PROBLEM → Please copy every line from the following entries in which the word "region" appears.

DATASET CONTENT →

:::

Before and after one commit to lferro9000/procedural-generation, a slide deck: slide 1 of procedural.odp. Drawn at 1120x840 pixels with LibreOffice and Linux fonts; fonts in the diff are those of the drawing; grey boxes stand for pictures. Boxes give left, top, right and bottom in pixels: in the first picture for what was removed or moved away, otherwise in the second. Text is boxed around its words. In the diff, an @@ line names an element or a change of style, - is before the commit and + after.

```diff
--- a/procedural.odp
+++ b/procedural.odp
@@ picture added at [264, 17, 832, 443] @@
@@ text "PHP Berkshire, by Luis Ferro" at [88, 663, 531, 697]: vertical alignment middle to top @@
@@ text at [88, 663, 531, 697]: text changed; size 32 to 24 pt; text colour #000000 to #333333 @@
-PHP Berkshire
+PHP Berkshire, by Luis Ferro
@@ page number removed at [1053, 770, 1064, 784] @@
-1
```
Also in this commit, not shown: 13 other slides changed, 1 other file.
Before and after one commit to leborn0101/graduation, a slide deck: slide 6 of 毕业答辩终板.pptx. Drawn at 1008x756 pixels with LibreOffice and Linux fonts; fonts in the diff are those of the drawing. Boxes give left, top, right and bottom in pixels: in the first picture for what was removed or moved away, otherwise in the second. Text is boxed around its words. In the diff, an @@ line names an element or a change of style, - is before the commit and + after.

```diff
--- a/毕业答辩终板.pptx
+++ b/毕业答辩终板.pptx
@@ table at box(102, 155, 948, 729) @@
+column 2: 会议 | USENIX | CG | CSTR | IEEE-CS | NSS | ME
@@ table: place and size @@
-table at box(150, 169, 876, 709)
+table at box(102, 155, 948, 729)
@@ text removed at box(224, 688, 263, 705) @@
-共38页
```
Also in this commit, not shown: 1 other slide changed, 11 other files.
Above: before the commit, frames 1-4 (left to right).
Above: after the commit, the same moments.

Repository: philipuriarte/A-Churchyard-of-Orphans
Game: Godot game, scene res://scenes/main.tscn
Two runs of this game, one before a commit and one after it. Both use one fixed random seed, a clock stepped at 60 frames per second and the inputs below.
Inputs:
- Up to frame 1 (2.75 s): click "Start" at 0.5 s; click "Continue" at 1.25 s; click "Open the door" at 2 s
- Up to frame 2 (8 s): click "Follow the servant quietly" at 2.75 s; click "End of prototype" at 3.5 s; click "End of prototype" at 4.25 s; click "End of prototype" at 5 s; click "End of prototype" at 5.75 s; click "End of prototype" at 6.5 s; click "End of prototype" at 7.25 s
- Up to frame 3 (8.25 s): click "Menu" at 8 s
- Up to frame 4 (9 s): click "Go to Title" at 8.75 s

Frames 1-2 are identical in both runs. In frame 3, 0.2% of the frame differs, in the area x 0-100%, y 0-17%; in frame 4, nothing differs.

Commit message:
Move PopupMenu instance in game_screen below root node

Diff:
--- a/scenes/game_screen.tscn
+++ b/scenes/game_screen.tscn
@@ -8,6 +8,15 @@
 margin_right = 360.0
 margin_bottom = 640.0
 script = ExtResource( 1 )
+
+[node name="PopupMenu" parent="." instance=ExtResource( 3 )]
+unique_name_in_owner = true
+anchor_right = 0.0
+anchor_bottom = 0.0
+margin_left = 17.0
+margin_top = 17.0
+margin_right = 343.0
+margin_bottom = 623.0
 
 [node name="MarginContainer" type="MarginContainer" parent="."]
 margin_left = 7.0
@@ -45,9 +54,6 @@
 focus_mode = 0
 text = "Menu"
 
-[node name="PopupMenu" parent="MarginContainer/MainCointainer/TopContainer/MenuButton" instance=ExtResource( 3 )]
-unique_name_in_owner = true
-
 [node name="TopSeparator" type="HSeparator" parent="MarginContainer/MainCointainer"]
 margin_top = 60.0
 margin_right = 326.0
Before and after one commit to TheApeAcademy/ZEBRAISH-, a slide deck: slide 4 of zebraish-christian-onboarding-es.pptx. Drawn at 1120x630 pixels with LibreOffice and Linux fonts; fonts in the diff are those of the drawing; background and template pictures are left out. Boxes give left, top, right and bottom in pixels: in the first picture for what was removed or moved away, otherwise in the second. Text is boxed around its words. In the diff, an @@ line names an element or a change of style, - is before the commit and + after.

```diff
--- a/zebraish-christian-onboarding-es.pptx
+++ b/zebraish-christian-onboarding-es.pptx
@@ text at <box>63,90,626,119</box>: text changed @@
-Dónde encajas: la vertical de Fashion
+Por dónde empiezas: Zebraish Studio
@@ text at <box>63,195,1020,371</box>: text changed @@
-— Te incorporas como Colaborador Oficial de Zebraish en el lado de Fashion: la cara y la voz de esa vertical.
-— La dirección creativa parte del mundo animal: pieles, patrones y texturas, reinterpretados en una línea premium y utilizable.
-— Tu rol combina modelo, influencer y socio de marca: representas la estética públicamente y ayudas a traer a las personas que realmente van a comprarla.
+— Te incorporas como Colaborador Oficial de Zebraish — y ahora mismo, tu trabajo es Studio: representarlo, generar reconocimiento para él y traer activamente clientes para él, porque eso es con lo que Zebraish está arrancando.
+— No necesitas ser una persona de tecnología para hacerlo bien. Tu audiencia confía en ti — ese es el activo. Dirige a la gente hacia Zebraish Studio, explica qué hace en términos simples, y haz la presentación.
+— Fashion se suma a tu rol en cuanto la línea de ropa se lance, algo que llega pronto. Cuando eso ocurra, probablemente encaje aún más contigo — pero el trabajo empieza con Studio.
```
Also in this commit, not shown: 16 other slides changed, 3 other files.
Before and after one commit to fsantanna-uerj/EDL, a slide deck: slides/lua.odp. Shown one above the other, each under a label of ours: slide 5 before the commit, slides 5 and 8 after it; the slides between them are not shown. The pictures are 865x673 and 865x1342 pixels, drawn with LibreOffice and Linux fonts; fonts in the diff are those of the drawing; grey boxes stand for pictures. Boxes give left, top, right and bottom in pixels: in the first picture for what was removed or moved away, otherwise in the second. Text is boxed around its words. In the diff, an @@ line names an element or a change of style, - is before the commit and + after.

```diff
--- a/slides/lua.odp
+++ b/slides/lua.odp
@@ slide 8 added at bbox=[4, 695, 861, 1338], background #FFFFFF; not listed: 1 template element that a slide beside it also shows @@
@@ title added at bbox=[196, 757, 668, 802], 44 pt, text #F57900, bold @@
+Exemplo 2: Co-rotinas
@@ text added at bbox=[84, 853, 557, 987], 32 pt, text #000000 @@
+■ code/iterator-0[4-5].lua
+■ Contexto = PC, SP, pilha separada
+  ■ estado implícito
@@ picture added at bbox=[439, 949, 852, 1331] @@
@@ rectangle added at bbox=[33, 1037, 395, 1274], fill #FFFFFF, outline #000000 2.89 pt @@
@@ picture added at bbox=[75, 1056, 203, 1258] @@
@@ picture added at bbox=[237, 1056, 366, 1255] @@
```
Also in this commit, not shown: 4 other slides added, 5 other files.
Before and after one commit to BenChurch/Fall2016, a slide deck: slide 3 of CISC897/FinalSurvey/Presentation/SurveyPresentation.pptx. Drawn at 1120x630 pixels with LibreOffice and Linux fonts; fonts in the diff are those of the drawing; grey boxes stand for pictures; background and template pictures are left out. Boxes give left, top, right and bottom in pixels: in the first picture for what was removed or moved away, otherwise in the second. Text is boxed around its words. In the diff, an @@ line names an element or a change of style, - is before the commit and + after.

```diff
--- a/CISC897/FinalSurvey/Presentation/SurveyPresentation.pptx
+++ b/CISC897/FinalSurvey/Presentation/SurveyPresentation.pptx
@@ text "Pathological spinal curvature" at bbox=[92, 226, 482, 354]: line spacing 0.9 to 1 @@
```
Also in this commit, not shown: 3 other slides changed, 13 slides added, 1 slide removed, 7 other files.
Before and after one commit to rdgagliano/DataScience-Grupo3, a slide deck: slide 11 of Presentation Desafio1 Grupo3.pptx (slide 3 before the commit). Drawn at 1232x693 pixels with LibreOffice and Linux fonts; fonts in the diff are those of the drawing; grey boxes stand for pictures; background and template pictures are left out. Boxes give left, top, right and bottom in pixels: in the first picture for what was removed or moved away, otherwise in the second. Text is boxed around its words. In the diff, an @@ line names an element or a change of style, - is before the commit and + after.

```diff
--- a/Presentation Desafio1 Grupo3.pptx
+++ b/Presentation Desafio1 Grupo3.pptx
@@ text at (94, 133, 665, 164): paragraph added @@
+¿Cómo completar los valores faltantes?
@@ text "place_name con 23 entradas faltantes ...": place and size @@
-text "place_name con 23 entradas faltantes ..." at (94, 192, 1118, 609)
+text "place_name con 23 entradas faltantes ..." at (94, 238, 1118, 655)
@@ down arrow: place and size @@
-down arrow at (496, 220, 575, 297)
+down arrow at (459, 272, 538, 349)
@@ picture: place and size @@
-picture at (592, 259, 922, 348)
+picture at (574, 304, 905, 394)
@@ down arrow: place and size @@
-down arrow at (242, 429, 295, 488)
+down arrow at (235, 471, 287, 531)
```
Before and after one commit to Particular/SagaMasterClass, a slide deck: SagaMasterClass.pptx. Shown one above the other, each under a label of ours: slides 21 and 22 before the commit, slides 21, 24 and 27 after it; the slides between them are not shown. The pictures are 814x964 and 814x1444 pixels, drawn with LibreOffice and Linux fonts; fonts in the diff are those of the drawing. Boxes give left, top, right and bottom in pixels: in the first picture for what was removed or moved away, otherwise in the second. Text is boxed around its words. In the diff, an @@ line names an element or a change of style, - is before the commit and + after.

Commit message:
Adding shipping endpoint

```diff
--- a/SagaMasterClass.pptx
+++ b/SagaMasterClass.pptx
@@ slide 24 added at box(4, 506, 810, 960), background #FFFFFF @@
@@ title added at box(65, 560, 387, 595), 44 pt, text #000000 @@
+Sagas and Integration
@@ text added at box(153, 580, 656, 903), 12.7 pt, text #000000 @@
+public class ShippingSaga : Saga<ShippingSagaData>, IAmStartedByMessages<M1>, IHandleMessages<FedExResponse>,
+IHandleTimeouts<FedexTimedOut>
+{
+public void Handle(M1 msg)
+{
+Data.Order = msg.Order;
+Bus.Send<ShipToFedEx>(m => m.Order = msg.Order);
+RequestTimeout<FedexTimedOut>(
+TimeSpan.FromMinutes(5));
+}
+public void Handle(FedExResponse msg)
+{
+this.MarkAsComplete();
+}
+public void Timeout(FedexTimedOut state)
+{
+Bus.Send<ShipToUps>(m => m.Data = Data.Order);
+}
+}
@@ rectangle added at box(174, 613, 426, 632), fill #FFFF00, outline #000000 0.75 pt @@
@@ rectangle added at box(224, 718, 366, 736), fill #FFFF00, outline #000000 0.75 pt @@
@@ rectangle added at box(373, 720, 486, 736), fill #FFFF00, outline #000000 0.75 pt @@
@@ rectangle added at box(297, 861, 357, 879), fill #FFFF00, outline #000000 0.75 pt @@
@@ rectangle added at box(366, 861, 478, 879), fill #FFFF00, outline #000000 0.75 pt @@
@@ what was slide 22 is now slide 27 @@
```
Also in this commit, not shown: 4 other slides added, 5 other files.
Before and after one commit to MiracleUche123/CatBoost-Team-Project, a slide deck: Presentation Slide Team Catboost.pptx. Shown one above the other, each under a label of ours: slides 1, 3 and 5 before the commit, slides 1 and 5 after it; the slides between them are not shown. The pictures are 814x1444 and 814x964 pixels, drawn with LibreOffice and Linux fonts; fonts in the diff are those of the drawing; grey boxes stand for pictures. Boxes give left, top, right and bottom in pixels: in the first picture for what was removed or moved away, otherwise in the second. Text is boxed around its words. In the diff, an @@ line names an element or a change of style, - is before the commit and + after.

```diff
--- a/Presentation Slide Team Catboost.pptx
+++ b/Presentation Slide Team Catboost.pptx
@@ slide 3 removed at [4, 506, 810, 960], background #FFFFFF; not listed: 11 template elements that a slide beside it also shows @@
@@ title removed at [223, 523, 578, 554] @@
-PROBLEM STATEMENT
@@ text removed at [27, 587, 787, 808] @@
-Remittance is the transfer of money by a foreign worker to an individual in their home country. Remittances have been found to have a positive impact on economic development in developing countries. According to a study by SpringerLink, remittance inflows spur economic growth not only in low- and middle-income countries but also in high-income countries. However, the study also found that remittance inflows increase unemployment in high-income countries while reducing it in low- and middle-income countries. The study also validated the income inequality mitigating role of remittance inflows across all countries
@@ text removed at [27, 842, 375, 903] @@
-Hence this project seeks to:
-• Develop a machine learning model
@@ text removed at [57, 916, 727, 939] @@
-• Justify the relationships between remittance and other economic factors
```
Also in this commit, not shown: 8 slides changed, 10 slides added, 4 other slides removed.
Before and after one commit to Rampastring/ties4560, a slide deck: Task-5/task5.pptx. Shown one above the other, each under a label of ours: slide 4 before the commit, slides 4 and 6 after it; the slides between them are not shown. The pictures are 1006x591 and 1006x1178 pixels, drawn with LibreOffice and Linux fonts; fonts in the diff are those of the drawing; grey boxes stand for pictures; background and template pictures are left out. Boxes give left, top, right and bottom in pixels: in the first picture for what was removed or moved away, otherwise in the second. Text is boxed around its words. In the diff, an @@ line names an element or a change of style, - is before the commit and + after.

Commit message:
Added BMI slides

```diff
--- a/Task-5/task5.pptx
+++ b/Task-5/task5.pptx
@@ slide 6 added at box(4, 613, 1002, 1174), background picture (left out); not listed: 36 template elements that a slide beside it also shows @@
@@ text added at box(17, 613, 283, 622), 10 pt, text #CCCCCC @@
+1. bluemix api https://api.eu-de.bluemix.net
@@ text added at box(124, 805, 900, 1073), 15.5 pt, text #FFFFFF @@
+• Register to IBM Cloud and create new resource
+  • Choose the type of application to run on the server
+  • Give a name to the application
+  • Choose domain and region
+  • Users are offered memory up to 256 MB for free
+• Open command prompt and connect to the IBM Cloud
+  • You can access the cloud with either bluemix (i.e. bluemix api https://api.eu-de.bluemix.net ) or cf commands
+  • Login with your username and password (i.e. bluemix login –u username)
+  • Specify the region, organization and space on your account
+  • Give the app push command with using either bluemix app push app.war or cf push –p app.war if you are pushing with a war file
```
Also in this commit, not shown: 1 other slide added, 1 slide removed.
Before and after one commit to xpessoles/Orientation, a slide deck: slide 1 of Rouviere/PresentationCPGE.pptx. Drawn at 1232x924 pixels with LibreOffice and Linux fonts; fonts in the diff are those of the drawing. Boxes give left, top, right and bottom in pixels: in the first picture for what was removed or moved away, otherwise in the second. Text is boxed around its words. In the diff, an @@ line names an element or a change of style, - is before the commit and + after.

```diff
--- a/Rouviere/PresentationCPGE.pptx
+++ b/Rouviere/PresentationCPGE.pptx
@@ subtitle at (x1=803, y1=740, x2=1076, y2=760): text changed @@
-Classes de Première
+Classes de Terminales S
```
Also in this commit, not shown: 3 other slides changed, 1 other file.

:::

OUTPUT FOR THIS EXERCISE →
+  • Choose domain and region
+  • Specify the region, organization and space on your account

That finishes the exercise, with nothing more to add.